I am trying to implement MAML. With simplification, these are the three operations I wish to implement where theta
is the weights of a neural network.
Assumes constant input i.e. f(theta) = loss(net(in_))
because we only interested in the gradients w.r.t. weights.
Here’s my code snippet
temp_net = copy.deepcopy(net)
## First formula
loss_1 = loss(net(in_))
grad_1 = torch.autograd.grad(loss_1, net.parameters(), create_graph=True)
with torch.no_grad():
for param, grad in zip(temp_net.parameters(), grad_1):
new_param = param - lr * grad
param.copy_(new_param)
## Second formula
loss_2 = loss(temp_net(in_))
grad_2 = torch.autograd.grad(loss_2, temp_net.parameters(), create_graph=True)
with torch.no_grad():
for param, grad in zip(temp_net.parameters(), grad_2):
new_param = param - lr * grad
param.copy_(new_param)
## Third formula
loss_3 = loss(temp_net(in_))
grad_3 = torch.autograd.grad(loss_3, net.parameters())
Last line throws an error because the computational graph disconnects when I use with torch.no_grad()

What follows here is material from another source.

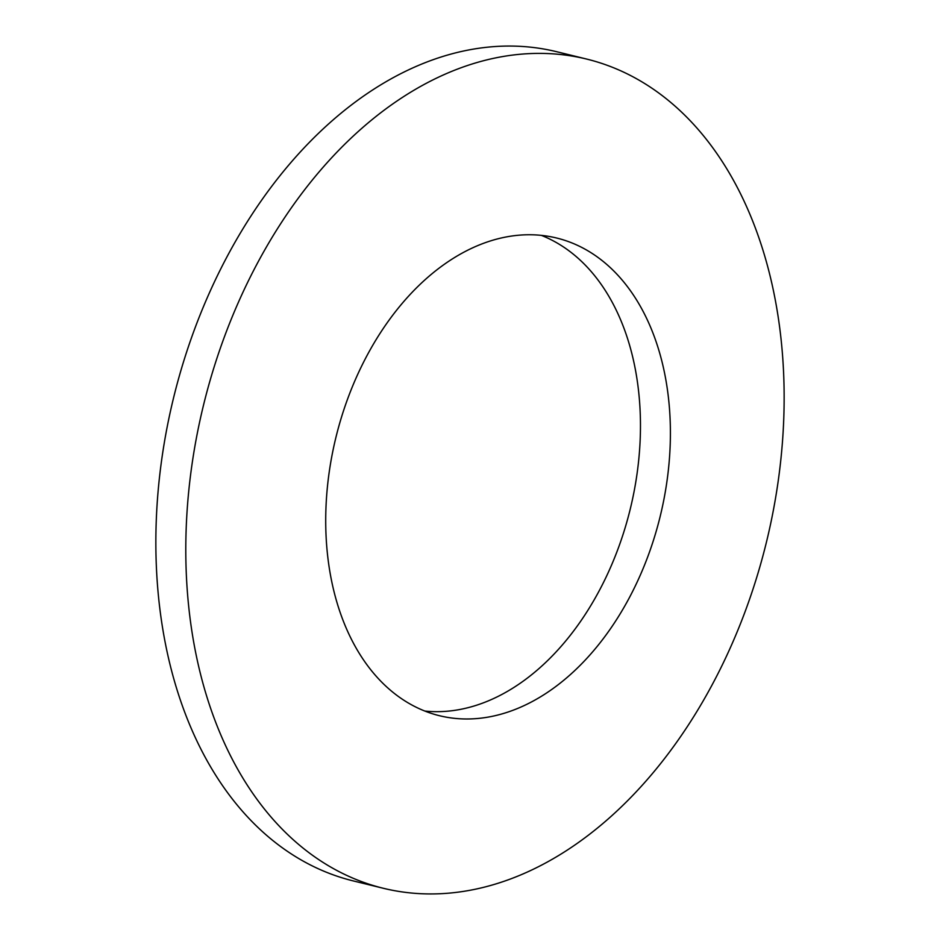 <?xml version="1.0" encoding="UTF-8"?>
<svg xmlns="http://www.w3.org/2000/svg" width="940" height="940" viewBox="0 0 940 940"><rect width="100%" height="100%" fill="white"/><g stroke="black" fill="none" stroke-linecap="round" stroke-linejoin="round"><path stroke-width="1.41" d="M670.197 444.785A245.928 166.909 103.8 0 0 556.539 237.996A245.928 166.909 103.8 0 0 325.921 508.951A245.928 166.909 103.8 0 0 439.579 715.74A245.928 166.909 103.8 0 0 670.197 444.785M783.784 417.971A426.889 289.732 103.8 0 0 586.478 59.02A426.889 289.732 103.8 0 0 186.155 529.349A426.889 289.732 103.8 0 0 383.461 888.312A426.889 289.732 103.8 0 0 783.784 417.971M586.478 59.02L556.539 51.688A426.889 289.732 103.8 0 0 156.216 522.029A426.889 289.732 103.8 0 0 353.522 880.98L383.461 888.312M424.856 711.051A245.928 166.909 103.8 0 0 640.258 437.453A245.928 166.909 103.8 0 0 541.311 235.353"/></g></svg>
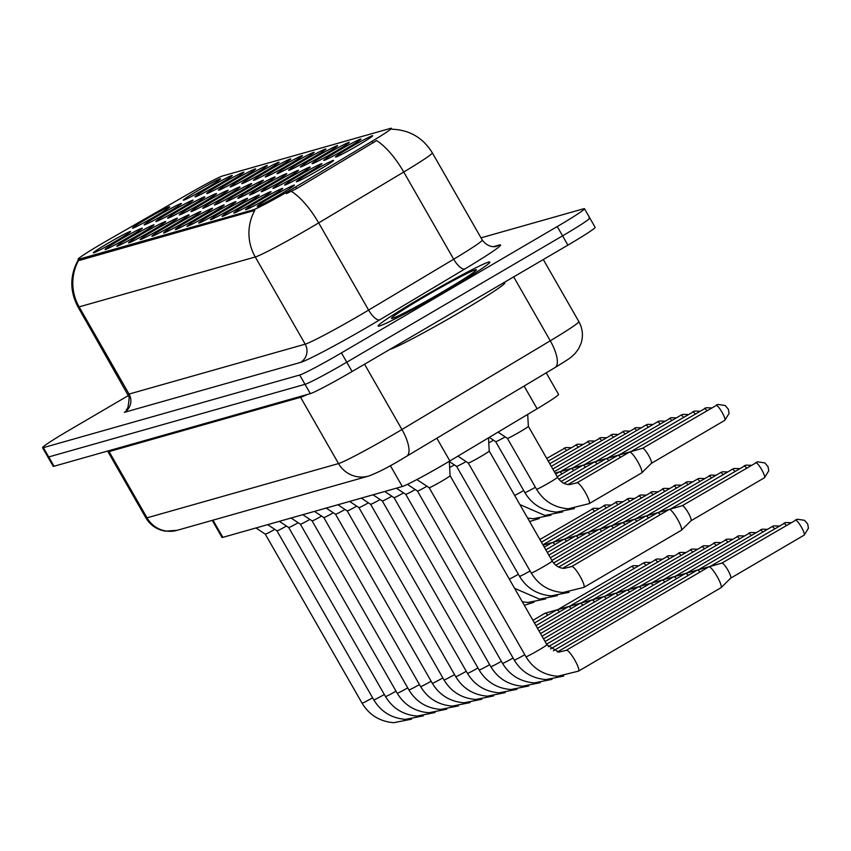 <?xml version="1.0" encoding="UTF-8"?>
<svg xmlns="http://www.w3.org/2000/svg" width="851" height="851" viewBox="0 0 851 851"><rect width="100%" height="100%" fill="white"/><g stroke="black" fill="none" stroke-linecap="round" stroke-linejoin="round"><path stroke-width="1.28" d="M244.652 177.391A21.456 1.053 150.2 0 1 267.374 165.626A21.456 1.053 150.2 0 1 252.843 175.072A21.456 1.053 150.2 0 1 230.174 186.922A21.456 1.053 150.2 0 1 244.652 177.391M232.951 180.71A21.456 1.053 150.2 0 1 255.672 168.934A21.456 1.053 150.2 0 1 241.141 178.38A21.456 1.053 150.2 0 1 218.473 190.241A21.456 1.053 150.2 0 1 232.951 180.71M221.239 184.018A21.456 1.053 150.2 0 1 243.96 172.253A21.456 1.053 150.2 0 1 229.44 181.699A21.456 1.053 150.2 0 1 206.761 193.56A21.456 1.053 150.2 0 1 221.239 184.018M256.364 174.072A21.456 1.053 150.2 0 1 279.085 162.307A21.456 1.053 150.2 0 1 264.555 171.753A21.456 1.053 150.2 0 1 241.886 183.614A21.456 1.053 150.2 0 1 256.364 174.072M268.065 170.753A21.456 1.053 150.2 0 1 290.787 158.988A21.456 1.053 150.2 0 1 276.256 168.434A21.456 1.053 150.2 0 1 253.587 180.295A21.456 1.053 150.2 0 1 268.065 170.753M209.537 187.337A21.456 1.053 150.2 0 1 232.259 175.572A21.456 1.053 150.2 0 1 217.728 185.018A21.456 1.053 150.2 0 1 195.06 196.879A21.456 1.053 150.2 0 1 209.537 187.337M279.766 167.445A21.456 1.053 150.2 0 1 302.488 155.669A21.456 1.053 150.2 0 1 287.968 165.115A21.456 1.053 150.2 0 1 265.289 176.976A21.456 1.053 150.2 0 1 279.766 167.445M291.478 164.126A21.456 1.053 150.2 0 1 314.2 152.35A21.456 1.053 150.2 0 1 299.669 161.807A21.456 1.053 150.2 0 1 277 173.657A21.456 1.053 150.2 0 1 291.478 164.126M303.179 160.807A21.456 1.053 150.2 0 1 325.901 149.042A21.456 1.053 150.2 0 1 311.37 158.488A21.456 1.053 150.2 0 1 288.702 170.349A21.456 1.053 150.2 0 1 303.179 160.807M314.891 157.488A21.456 1.053 150.2 0 1 337.613 145.723A21.456 1.053 150.2 0 1 323.082 155.169A21.456 1.053 150.2 0 1 300.414 167.03A21.456 1.053 150.2 0 1 314.891 157.488M326.593 154.169A21.456 1.053 150.2 0 1 349.314 142.404A21.456 1.053 150.2 0 1 334.783 151.85A21.456 1.053 150.2 0 1 312.115 163.711A21.456 1.053 150.2 0 1 326.593 154.169M338.294 150.861A21.456 1.053 150.2 0 1 361.026 139.085A21.456 1.053 150.2 0 1 346.495 148.542A21.456 1.053 150.2 0 1 323.816 160.392A21.456 1.053 150.2 0 1 338.294 150.861M350.006 147.542A21.456 1.053 150.2 0 1 372.727 135.777A21.456 1.053 150.2 0 1 358.197 145.223A21.456 1.053 150.2 0 1 335.528 157.073A21.456 1.053 150.2 0 1 350.006 147.542M197.836 190.656A21.456 1.053 150.2 0 1 220.558 178.891A21.456 1.053 150.2 0 1 206.027 188.337A21.456 1.053 150.2 0 1 183.348 200.187A21.456 1.053 150.2 0 1 197.836 190.656M228.94 195.432A21.456 1.053 150.2 0 1 251.662 183.667A21.456 1.053 150.2 0 1 237.131 193.113A21.456 1.053 150.2 0 1 214.463 204.974A21.456 1.053 150.2 0 1 228.94 195.432M193.826 205.378A21.456 1.053 150.2 0 1 216.548 193.613A21.456 1.053 150.2 0 1 202.017 203.059A21.456 1.053 150.2 0 1 179.338 214.92A21.456 1.053 150.2 0 1 193.826 205.378M182.114 208.697A21.456 1.053 150.2 0 1 204.836 196.932A21.456 1.053 150.2 0 1 190.305 206.378A21.456 1.053 150.2 0 1 167.636 218.239A21.456 1.053 150.2 0 1 182.114 208.697M170.413 212.016A21.456 1.053 150.2 0 1 193.134 200.251A21.456 1.053 150.2 0 1 178.604 209.697A21.456 1.053 150.2 0 1 155.935 221.547A21.456 1.053 150.2 0 1 170.413 212.016M205.527 202.07A21.456 1.053 150.2 0 1 228.249 190.294A21.456 1.053 150.2 0 1 213.718 199.751A21.456 1.053 150.2 0 1 191.049 211.601A21.456 1.053 150.2 0 1 205.527 202.07M217.228 198.751A21.456 1.053 150.2 0 1 239.95 186.986A21.456 1.053 150.2 0 1 225.43 196.432A21.456 1.053 150.2 0 1 202.751 208.282A21.456 1.053 150.2 0 1 217.228 198.751M158.701 215.335A21.456 1.053 150.2 0 1 181.423 203.559A21.456 1.053 150.2 0 1 166.892 213.016A21.456 1.053 150.2 0 1 144.223 224.866A21.456 1.053 150.2 0 1 158.701 215.335M240.642 192.113A21.456 1.053 150.2 0 1 263.363 180.348A21.456 1.053 150.2 0 1 248.832 189.794A21.456 1.053 150.2 0 1 226.164 201.655A21.456 1.053 150.2 0 1 240.642 192.113M252.353 188.805A21.456 1.053 150.2 0 1 275.075 177.029A21.456 1.053 150.2 0 1 260.544 186.475A21.456 1.053 150.2 0 1 237.876 198.336A21.456 1.053 150.2 0 1 252.353 188.805M264.055 185.486A21.456 1.053 150.2 0 1 286.776 173.721A21.456 1.053 150.2 0 1 272.246 183.167A21.456 1.053 150.2 0 1 249.577 195.017A21.456 1.053 150.2 0 1 264.055 185.486M275.756 182.167A21.456 1.053 150.2 0 1 298.478 170.402A21.456 1.053 150.2 0 1 283.957 179.848A21.456 1.053 150.2 0 1 261.278 191.709A21.456 1.053 150.2 0 1 275.756 182.167M287.468 178.848A21.456 1.053 150.2 0 1 310.19 167.083A21.456 1.053 150.2 0 1 295.659 176.529A21.456 1.053 150.2 0 1 272.99 188.39A21.456 1.053 150.2 0 1 287.468 178.848M299.169 175.54A21.456 1.053 150.2 0 1 321.891 163.764A21.456 1.053 150.2 0 1 307.36 173.21A21.456 1.053 150.2 0 1 284.691 185.071A21.456 1.053 150.2 0 1 299.169 175.54M310.881 172.221A21.456 1.053 150.2 0 1 333.603 160.456A21.456 1.053 150.2 0 1 319.072 169.902A21.456 1.053 150.2 0 1 296.403 181.752A21.456 1.053 150.2 0 1 310.881 172.221M147 218.654A21.456 1.053 150.2 0 1 169.721 206.878A21.456 1.053 150.2 0 1 155.19 216.324A21.456 1.053 150.2 0 1 132.522 228.185A21.456 1.053 150.2 0 1 147 218.654M189.816 220.111A21.456 1.053 150.2 0 1 212.537 208.346A21.456 1.053 150.2 0 1 198.006 217.792A21.456 1.053 150.2 0 1 175.338 229.653A21.456 1.053 150.2 0 1 189.816 220.111M178.104 223.43A21.456 1.053 150.2 0 1 200.825 211.665A21.456 1.053 150.2 0 1 186.295 221.111A21.456 1.053 150.2 0 1 163.626 232.961A21.456 1.053 150.2 0 1 178.104 223.43M154.691 230.057A21.456 1.053 150.2 0 1 177.412 218.292A21.456 1.053 150.2 0 1 162.892 227.738A21.456 1.053 150.2 0 1 140.213 239.599A21.456 1.053 150.2 0 1 154.691 230.057M142.989 233.376A21.456 1.053 150.2 0 1 165.711 221.611A21.456 1.053 150.2 0 1 151.18 231.057A21.456 1.053 150.2 0 1 128.512 242.918A21.456 1.053 150.2 0 1 142.989 233.376M131.277 236.695A21.456 1.053 150.2 0 1 154.01 224.93A21.456 1.053 150.2 0 1 139.479 234.376A21.456 1.053 150.2 0 1 116.8 246.226A21.456 1.053 150.2 0 1 131.277 236.695M119.576 240.014A21.456 1.053 150.2 0 1 142.298 228.238A21.456 1.053 150.2 0 1 127.767 237.684A21.456 1.053 150.2 0 1 105.099 249.545A21.456 1.053 150.2 0 1 119.576 240.014M166.402 226.749A21.456 1.053 150.2 0 1 189.124 214.973A21.456 1.053 150.2 0 1 174.593 224.419A21.456 1.053 150.2 0 1 151.925 236.28A21.456 1.053 150.2 0 1 166.402 226.749M201.517 216.792A21.456 1.053 150.2 0 1 224.239 205.027A21.456 1.053 150.2 0 1 209.708 214.473A21.456 1.053 150.2 0 1 187.039 226.334A21.456 1.053 150.2 0 1 201.517 216.792M213.218 213.484A21.456 1.053 150.2 0 1 235.94 201.708A21.456 1.053 150.2 0 1 221.42 211.154A21.456 1.053 150.2 0 1 198.74 223.015A21.456 1.053 150.2 0 1 213.218 213.484M224.93 210.165A21.456 1.053 150.2 0 1 247.652 198.389A21.456 1.053 150.2 0 1 233.121 207.846A21.456 1.053 150.2 0 1 210.452 219.696A21.456 1.053 150.2 0 1 224.93 210.165M236.631 206.846A21.456 1.053 150.2 0 1 259.353 195.081A21.456 1.053 150.2 0 1 244.822 204.527A21.456 1.053 150.2 0 1 222.154 216.377A21.456 1.053 150.2 0 1 236.631 206.846M248.343 203.527A21.456 1.053 150.2 0 1 271.065 191.762A21.456 1.053 150.2 0 1 256.534 201.208A21.456 1.053 150.2 0 1 233.865 213.069A21.456 1.053 150.2 0 1 248.343 203.527M260.044 200.208A21.456 1.053 150.2 0 1 282.766 188.443A21.456 1.053 150.2 0 1 268.235 197.889A21.456 1.053 150.2 0 1 245.567 209.75A21.456 1.053 150.2 0 1 260.044 200.208M271.746 196.9A21.456 1.053 150.2 0 1 294.467 185.124A21.456 1.053 150.2 0 1 279.947 194.581A21.456 1.053 150.2 0 1 257.268 206.431A21.456 1.053 150.2 0 1 271.746 196.9M107.875 243.322A21.456 1.053 150.2 0 1 130.597 231.557A21.456 1.053 150.2 0 1 116.066 241.003A21.456 1.053 150.2 0 1 93.397 252.864A21.456 1.053 150.2 0 1 107.875 243.322M546.214 372.834L558.554 394.385A40.242 1.968 150.2 0 1 537.119 408.767L449.86 460.955A40.242 1.968 150.2 0 1 444.062 464.38A40.242 1.968 150.2 0 1 402.3 486.506L222.834 537.353A40.242 1.968 150.2 0 1 221.994 537.406L212.239 520.376M295.712 186.922A36.21 1.766 150.2 0 1 290.489 190.007A36.21 1.766 150.2 0 1 252.917 209.92L78.813 259.247A36.21 1.766 150.2 0 1 78.058 259.289A36.21 1.766 150.2 0 1 108.003 240.099L190.667 192.656A36.21 1.766 150.2 0 1 222.824 175.891L390.598 128.352A36.21 1.766 150.2 0 1 391.354 128.31A36.21 1.766 150.2 0 1 372.068 141.266L295.712 186.922L296.68 188.603L286.415 193.624M446.264 290.595A64.378 3.149 -29.8 0 0 489.846 262.076A64.378 3.149 -29.8 0 0 421.692 297.552A64.378 3.149 -29.8 0 0 378.11 326.071A64.378 3.149 -29.8 0 0 446.264 290.595A64.378 3.149 -29.8 0 0 489.846 262.076A64.378 3.149 -29.8 0 0 421.692 297.552A64.378 3.149 -29.8 0 0 378.11 326.071A64.378 3.149 -29.8 0 0 446.264 290.595M391.354 128.31L391.875 129.214C409.544 129.895 423.021 137.766 432.329 152.84A53.656 2.617 150.2 0 1 403.746 172.019L318.678 222.898A53.656 2.617 150.2 0 1 310.945 227.472A53.656 2.617 150.2 0 1 255.268 256.981A46.943 46.007 -105.8 0 1 254.811 210.367L79.473 260.395L78.526 260.108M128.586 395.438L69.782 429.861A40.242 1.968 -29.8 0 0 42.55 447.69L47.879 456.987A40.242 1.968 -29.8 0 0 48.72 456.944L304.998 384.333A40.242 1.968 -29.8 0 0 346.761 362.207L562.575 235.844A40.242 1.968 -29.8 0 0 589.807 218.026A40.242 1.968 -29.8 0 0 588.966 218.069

. I can’t compute gradient w.r.t. net.parameters()
. However, if I remove the torch.no_grad()
, it throws an error RuntimeError: a leaf Variable that requires grad is being used in an in-place operation.
My question is how can I implement the given formula? How can I update my network parameters manually while maintaining its computational graph?